Problem description
Whenever a line in this data holds the word "threePointArc", report that line in full.

Dataset extract
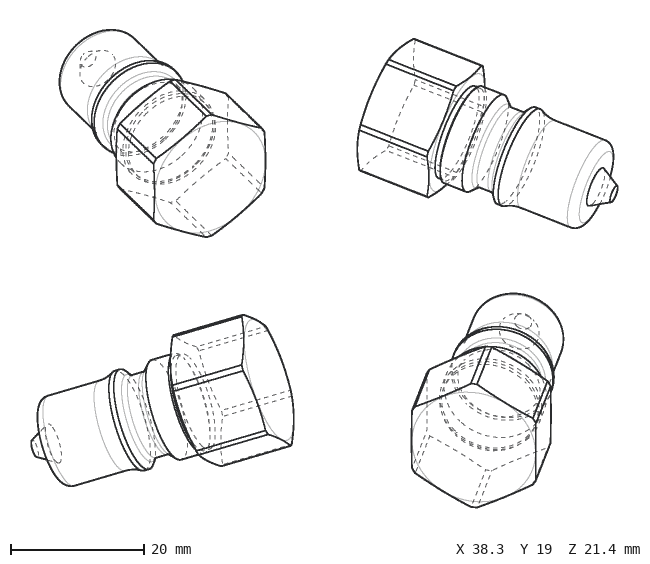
import cadquery as cq
import math

total_length = 38.3
hex_across_flats = 19.0
hex_corner_diameter = 21.4
hex_face_diameter = 18.92
hex_start = 26.27
hex_chamfer_angle = 15.0

pin_length = 3.03
pin_tip_radius = 1.35
pin_base_radius = 3.05
body_radius = 14.15 / 2
nose_fillet = 1.35

collar_radius = 15.65 / 2
flare_start = 12.7
collar_start = 15.5
collar_end = 16.3
groove_radius = 13.0 / 2
groove_start = 17.92
groove_end = 19.75
front_fillet = 1.15
front_slope = 45.0
rear_fillet = 1.0
rear_slope = 45.0

shoulder_start = 21.55
shoulder_end = 25.25
shoulder_chamfer = 0.2
neck_radius = 14.9 / 2


def groove_fillet(groove_edge, direction, radius, slope):
    """Return the outer and middle points of a fillet rising from the groove floor."""
    def at_angle(degrees):
        angle = math.radians(degrees)
        x = groove_edge + direction * radius * math.sin(angle)
        return (x, groove_radius + radius * (1 - math.cos(angle)))

    return at_angle(slope), at_angle(slope / 2)


def make_plug():
    """Revolve the pin, nose, collar, groove, shoulder and neck around X."""
    nose_end = pin_length + nose_fillet
    nose_center_radius = body_radius - nose_fillet
    nose_mid = (
        nose_end - nose_fillet * math.sqrt(0.5),
        nose_center_radius + nose_fillet * math.sqrt(0.5),
    )
    front_outer, front_mid = groove_fillet(groove_start, -1, front_fillet, front_slope)
    rear_outer, rear_mid = groove_fillet(groove_end, 1, rear_fillet, rear_slope)

    profile = (
        cq.Workplane("XY")
        .lineTo(0, pin_tip_radius)
        .lineTo(pin_length, pin_base_radius)
        .lineTo(pin_length, nose_center_radius)
        .threePointArc(nose_mid, (nose_end, body_radius))
        .lineTo(flare_start, body_radius)
        .tangentArcPoint((collar_start, collar_radius), relative=False)
        .lineTo(collar_end, collar_radius)
        .lineTo(*front_outer)
        .threePointArc(front_mid, (groove_start, groove_radius))
        .lineTo(groove_end, groove_radius)
        .threePointArc(rear_mid, rear_outer)
        .lineTo(shoulder_start, collar_radius)
        .lineTo(shoulder_end, collar_radius)
        .lineTo(shoulder_end + shoulder_chamfer, neck_radius)
        .lineTo(hex_start, neck_radius)
        .lineTo(hex_start, 0)
        .close()
    )
    return profile.revolve(360, (0, 0, 0), (1, 0, 0))


def make_nut():
    """Make a hexagon with corners along Z, turned to a barrel with conical ends."""
    across_corners = hex_across_flats / math.cos(math.radians(30))
    hexagon = (
        cq.Workplane("YZ", origin=(hex_start, 0, 0))
        .transformed(rotate=(0, 0, 90))
        .polygon(6, across_corners)
        .extrude(total_length - hex_start)
    )
    face_radius = hex_face_diameter / 2
    corner_radius = hex_corner_diameter / 2
    chamfer_length = (corner_radius - face_radius) * math.tan(math.radians(hex_chamfer_angle))
    barrel = (
        cq.Workplane("XY")
        .moveTo(hex_start, 0)
        .lineTo(hex_start, face_radius)
        .lineTo(hex_start + chamfer_length, corner_radius)
        .lineTo(total_length - chamfer_length, corner_radius)
        .lineTo(total_length, face_radius)
        .lineTo(total_length, 0)
        .close()
        .revolve(360, (0, 0, 0), (1, 0, 0))
    )
    return hexagon.intersect(barrel)


result = make_plug().union(make_nut())

Solved problem
        .threePointArc(nose_mid, (nose_end, body_radius))
        .threePointArc(front_mid, (groove_start, groove_radius))
        .threePointArc(rear_mid, rear_outer)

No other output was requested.